Records from a collection
* * *

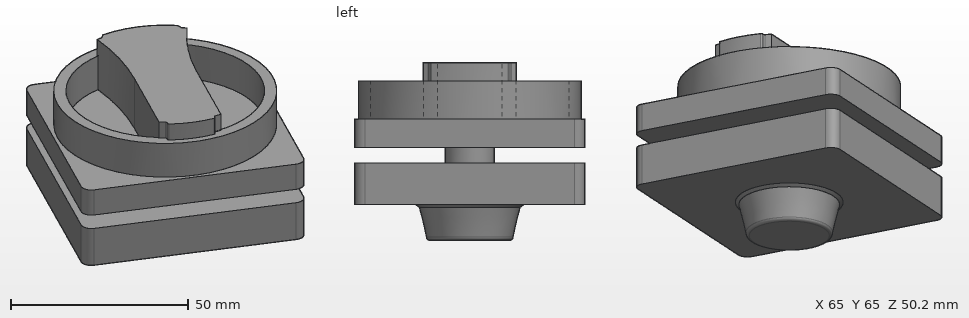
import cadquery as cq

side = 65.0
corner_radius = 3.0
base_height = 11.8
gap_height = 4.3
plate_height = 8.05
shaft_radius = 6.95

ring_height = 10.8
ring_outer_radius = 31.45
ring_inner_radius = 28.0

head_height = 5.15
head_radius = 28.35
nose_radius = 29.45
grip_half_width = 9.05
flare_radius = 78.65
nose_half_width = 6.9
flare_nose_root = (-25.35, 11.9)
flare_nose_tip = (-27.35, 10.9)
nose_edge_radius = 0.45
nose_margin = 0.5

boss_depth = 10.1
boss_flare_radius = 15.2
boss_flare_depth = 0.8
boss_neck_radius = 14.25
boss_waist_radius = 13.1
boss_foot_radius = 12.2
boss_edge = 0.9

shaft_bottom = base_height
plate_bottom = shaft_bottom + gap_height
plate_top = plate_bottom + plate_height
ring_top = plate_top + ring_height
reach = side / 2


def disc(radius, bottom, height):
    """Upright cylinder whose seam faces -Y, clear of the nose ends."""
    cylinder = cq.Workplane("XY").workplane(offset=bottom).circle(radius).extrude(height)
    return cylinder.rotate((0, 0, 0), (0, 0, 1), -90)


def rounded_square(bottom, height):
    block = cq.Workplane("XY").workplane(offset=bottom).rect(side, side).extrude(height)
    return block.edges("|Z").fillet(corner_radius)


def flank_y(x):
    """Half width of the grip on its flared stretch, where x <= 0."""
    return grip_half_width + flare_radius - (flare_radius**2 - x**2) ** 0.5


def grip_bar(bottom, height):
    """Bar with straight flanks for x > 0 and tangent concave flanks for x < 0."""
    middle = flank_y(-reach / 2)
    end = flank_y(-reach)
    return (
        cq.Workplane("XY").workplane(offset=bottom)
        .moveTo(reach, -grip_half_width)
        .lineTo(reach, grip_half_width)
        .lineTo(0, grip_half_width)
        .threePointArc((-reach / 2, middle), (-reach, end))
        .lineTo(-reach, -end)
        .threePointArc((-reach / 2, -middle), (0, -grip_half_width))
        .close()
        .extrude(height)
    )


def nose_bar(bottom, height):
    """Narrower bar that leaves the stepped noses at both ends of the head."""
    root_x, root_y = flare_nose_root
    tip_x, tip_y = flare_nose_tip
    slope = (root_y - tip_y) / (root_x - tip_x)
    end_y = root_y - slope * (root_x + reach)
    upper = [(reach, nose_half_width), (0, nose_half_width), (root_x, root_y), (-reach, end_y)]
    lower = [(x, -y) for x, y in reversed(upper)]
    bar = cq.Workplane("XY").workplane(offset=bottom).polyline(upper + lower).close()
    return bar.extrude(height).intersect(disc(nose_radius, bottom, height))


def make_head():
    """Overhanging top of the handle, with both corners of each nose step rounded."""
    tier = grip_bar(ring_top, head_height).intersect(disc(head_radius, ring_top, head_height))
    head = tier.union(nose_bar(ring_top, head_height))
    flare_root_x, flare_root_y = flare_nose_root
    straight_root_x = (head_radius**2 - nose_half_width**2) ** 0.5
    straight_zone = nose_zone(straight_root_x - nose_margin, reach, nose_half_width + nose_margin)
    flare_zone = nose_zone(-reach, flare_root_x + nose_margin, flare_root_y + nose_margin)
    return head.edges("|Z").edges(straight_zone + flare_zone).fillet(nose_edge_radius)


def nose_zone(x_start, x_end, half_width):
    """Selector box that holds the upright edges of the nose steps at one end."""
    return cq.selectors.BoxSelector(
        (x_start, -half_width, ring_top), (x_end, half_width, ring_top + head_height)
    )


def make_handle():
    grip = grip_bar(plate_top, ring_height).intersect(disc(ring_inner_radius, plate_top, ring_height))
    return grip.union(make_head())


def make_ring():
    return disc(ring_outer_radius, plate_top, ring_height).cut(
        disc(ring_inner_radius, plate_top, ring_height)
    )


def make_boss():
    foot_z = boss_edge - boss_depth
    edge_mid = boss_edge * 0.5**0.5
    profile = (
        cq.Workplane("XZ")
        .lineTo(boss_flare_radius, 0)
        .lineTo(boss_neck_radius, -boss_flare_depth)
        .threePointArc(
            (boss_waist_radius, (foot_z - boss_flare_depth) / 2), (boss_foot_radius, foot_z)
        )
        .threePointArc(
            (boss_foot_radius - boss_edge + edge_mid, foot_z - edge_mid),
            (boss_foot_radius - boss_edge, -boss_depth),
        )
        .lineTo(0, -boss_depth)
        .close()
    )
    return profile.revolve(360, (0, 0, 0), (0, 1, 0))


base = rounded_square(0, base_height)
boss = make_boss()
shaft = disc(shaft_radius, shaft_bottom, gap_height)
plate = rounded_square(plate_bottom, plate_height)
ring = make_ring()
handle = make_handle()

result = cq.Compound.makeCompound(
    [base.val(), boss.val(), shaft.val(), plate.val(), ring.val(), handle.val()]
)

* * *

Task details: Your task is to repeat the opening line of the entries above and each line after it, ending with the line that has "boss_waist_radius = 13.1". Do not include the pictures.

Exercise result:
import cadquery as cq

side = 65.0
corner_radius = 3.0
base_height = 11.8
gap_height = 4.3
plate_height = 8.05
shaft_radius = 6.95

ring_height = 10.8
ring_outer_radius = 31.45
ring_inner_radius = 28.0

head_height = 5.15
head_radius = 28.35
nose_radius = 29.45
grip_half_width = 9.05
flare_radius = 78.65
nose_half_width = 6.9
flare_nose_root = (-25.35, 11.9)
flare_nose_tip = (-27.35, 10.9)
nose_edge_radius = 0.45
nose_margin = 0.5

boss_depth = 10.1
boss_flare_radius = 15.2
boss_flare_depth = 0.8
boss_neck_radius = 14.25
boss_waist_radius = 13.1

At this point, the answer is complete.